We're owners at Grand Regency and haven't heard anything about this, but I don't doubt it either. Spinnaker had been managing GR during a period where the original developer had filed bankruptcy and GR had been used in some way to secure loans that were involved. As I understand it, the bankruptcy has been settled. 

We did receive notification from Spinaker that they would be the management company for French Quarter Resort in Branson. I had just assumed since those two resrots had been tied together since we became owners that Spinnaker would be managing GR as well. I wasn't certain they'd want that resort and had wondered what would happen to it. I guess maybe they didn't take or bid on the management contract for GR after all. It would be nice if someone would let us know since this affects booking, exchanging, paying MF's and most of all, resale. We had thought about giving away our ownership there but had put it on the back burner because Spinnaker requests a transfer fee AND advance payment of MF's to the tune of $1,500. Since the MF's were only $285 as of last year for our one bedroom unit, we elected to keep the week. If I don't have to pay those advance MF's then we'll be back in the market to give this week away. It's been a good exchange week but, we own to many timeshares as it is and just don't need it. 

I suppose we'll find out for certain who manages GR when it comes time to pay MF's. If Spinnaker isn't managing the resort then I don't see them sending out bills. I guess if I get a little time this week I'll call Spinnaker to see if they're still handling the billing for GR.


----------



## dougp26364 (Sep 25, 2012)

I called this morning.

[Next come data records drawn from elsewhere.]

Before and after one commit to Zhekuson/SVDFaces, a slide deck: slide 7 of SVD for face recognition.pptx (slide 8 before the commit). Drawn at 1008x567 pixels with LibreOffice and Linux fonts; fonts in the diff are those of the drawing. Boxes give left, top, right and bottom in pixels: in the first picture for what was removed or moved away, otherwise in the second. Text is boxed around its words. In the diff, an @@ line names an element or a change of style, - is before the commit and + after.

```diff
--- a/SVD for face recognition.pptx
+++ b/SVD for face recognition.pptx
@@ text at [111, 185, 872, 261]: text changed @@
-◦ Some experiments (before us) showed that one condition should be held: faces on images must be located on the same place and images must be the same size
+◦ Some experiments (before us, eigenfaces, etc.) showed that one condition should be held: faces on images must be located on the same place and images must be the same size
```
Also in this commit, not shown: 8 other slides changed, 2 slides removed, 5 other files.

Somethings up but I wasn't able to get to the bottom of it. The bankruptcy at French Quarter that had things tied up has been settled and "decisions have been made." The problem is getting to the right department becuase the two people I talked too weren't in the loop. The first tried to transfer me to customer service and I got cut off. The second time I tried to go directly to customer service, who said they thought decisions had been made but they weren't certain. They tried to transfer me to the legal department but, I got the message service. I decided it wasn't really worth the trouble to leave a message and play phone tag. I'll assume owners will be notified when the dust has settled. Right now it's still pretty fresh after the bankruptcy settlement and it's likely to take a couple of months for the contracts to be finalized, transfered or whatever has to be done. 

My feelings are it's safe to assume Spinnaker isn't that interested in managing this orphan resort with only two buildings and no amenities. There probably isn't a lot of profit in managing GR and, I doubt they'd have any interest in building the project out since they've recently started Palace View Heights. Essentially, Spinnaker is going in a different direction.

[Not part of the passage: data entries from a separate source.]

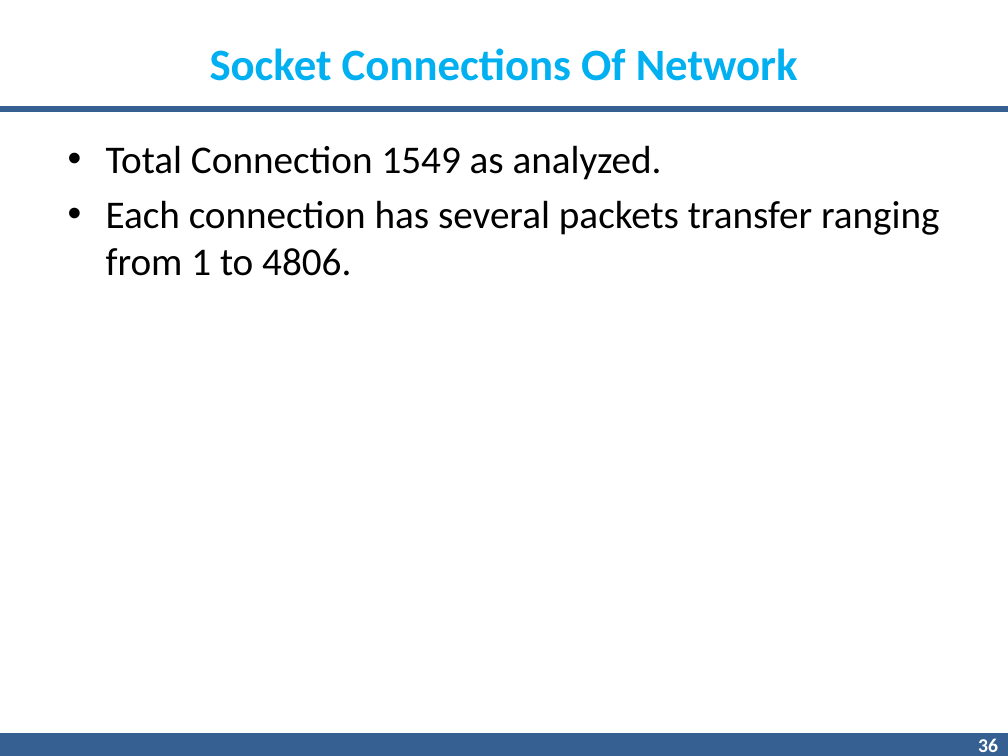
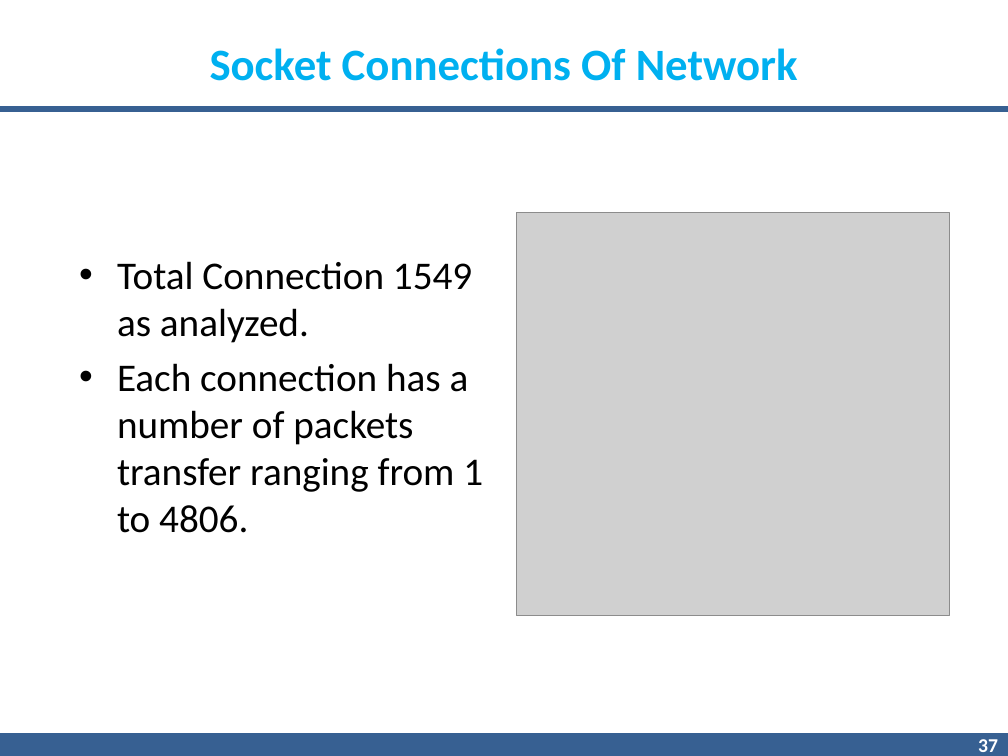
Before and after one commit to gnnain/Pcap_Reader, a slide deck: slide 37 of 7.pptx (slide 36 before the commit). Drawn at 1008x756 pixels with LibreOffice and Linux fonts; fonts in the diff are those of the drawing; grey boxes stand for pictures; background and template pictures are left out. Boxes give left, top, right and bottom in pixels: in the first picture for what was removed or moved away, otherwise in the second. Text is boxed around its words. In the diff, an @@ line names an element or a change of style, - is before the commit and + after.

```diff
--- a/7.pptx
+++ b/7.pptx
@@ picture added at bbox=[516, 213, 949, 616] @@
@@ text "Total Connection 1549 as analyzed.": place and size @@
-text "Total Connection 1549 as analyzed." at bbox=[106, 145, 940, 276]
+text "Total Connection 1549 as analyzed." at bbox=[117, 261, 483, 533]
@@ text at bbox=[117, 363, 483, 533]: text changed @@
-• Each connection has several packets transfer ranging from 1 to 4806.
+• Each connection has a number of packets transfer ranging from 1 to 4806.
@@ page number at bbox=[978, 739, 998, 752]: text changed @@
-36
+37
```
Also in this commit, not shown: 12 other slides changed, 2 slides added, 2 slides removed, 2 other files.

The quesion becomes what will the next management company do with the property? There is more land and there was plans for another 3 to 5 buildings. Perhaps Colonnade is interested in expanding the inventory to create new sales? It's more likely Spinnaker just didn't want it and found someone else to take over management of the resort. My gut feeling is that GR will never be anything other than the two buildings that exist now. This seems to me to be one of those situations that's ripe for the project to be disolved, sold or abandoned depending on what the original documents say can be done. I really wouldn't have a problem if they shut the property down and disolved all ownerships. Even if I got nothing, it's still easier than selling or giving the week away.


----------



## dougp26364 (Dec 16, 2012)

I received our MF bill this weekend. Colonnade has definately taken over the management of Grand Regency. 

They have stated they have planned repairs of painting, replacing heating/cooling systems and upgrading the linens. They also plan on installing wifi throughout the two buildings. They did now say if wifi would be an extra charge to use or if it would be included in the MF's we pay. 

What has me disturbed is that Southwind apparently hasn't let Colonnade know which owners made advance payments. SWM required advance MF payments in order to reserve/deposit a unit with I.I. We paid $300 in advance in July figuring that MF's would go up to close to that amount. Fortunately I printed a receipt showing payment had been made and I have a reciept from our advance payment of 2011's fee's. 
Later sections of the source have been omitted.